_YOUR INSTRUCTIONS_
Select and copy out every line in the records containing "bbox".

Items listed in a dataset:
★ ★ ★ ★ ★
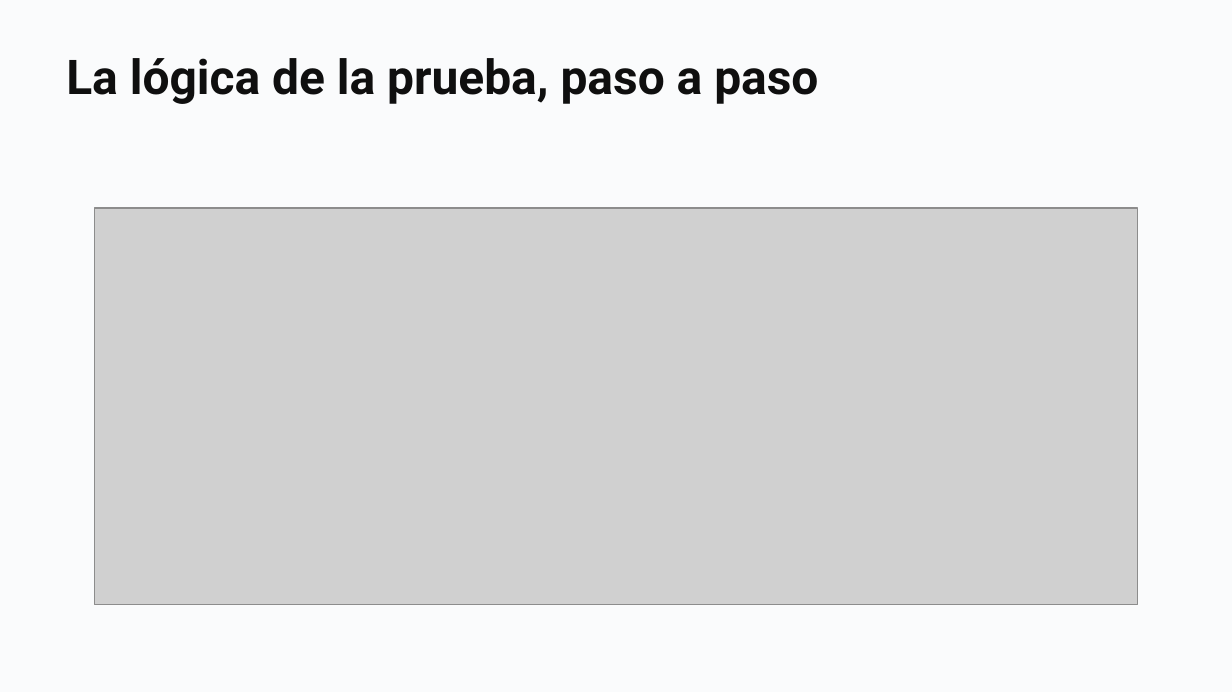
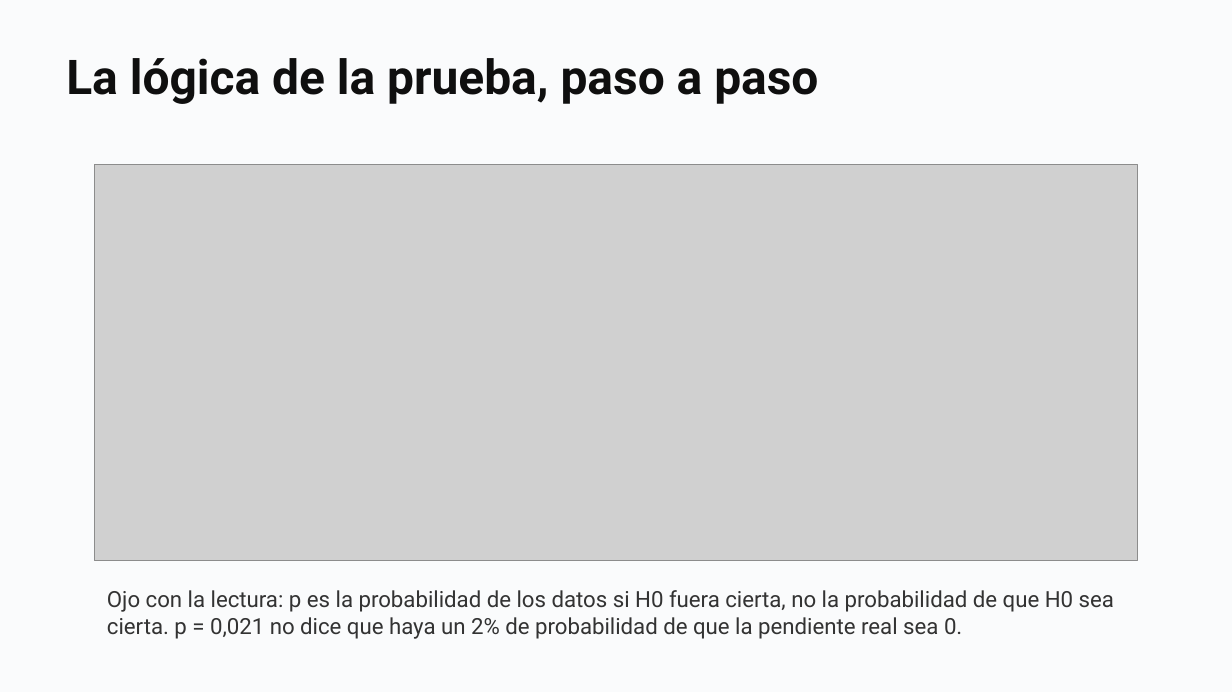
Before and after one commit to daniopitz/diplomado-cdd, a slide deck: slide 39 of presentaciones/clase05_probabilidad_inferencia.pptx. Drawn at 1232x692 pixels with LibreOffice and Linux fonts; fonts in the diff are those of the drawing; grey boxes stand for pictures. Boxes give left, top, right and bottom in pixels: in the first picture for what was removed or moved away, otherwise in the second. Text is boxed around its words. In the diff, an @@ line names an element or a change of style, - is before the commit and + after.

```diff
--- a/presentaciones/clase05_probabilidad_inferencia.pptx
+++ b/presentaciones/clase05_probabilidad_inferencia.pptx
@@ picture: place and size @@
-picture at bbox=[94, 208, 1137, 605]
+picture at bbox=[94, 164, 1137, 561]
@@ text added at bbox=[107, 590, 1114, 639], 13 pt, text #333333 @@
+Ojo con la lectura: p es la probabilidad de los datos si H0 fuera cierta, no la probabilidad de que H0 sea cierta. p = 0,021 no dice que haya un 2% de probabilidad de que la pendiente real sea 0.
```
Also in this commit, not shown: 3 other files.
★ ★ ★ ★ ★
_YOUR SOLUTION_
-picture at bbox=[94, 208, 1137, 605]
+picture at bbox=[94, 164, 1137, 561]
@@ text added at bbox=[107, 590, 1114, 639], 13 pt, text #333333 @@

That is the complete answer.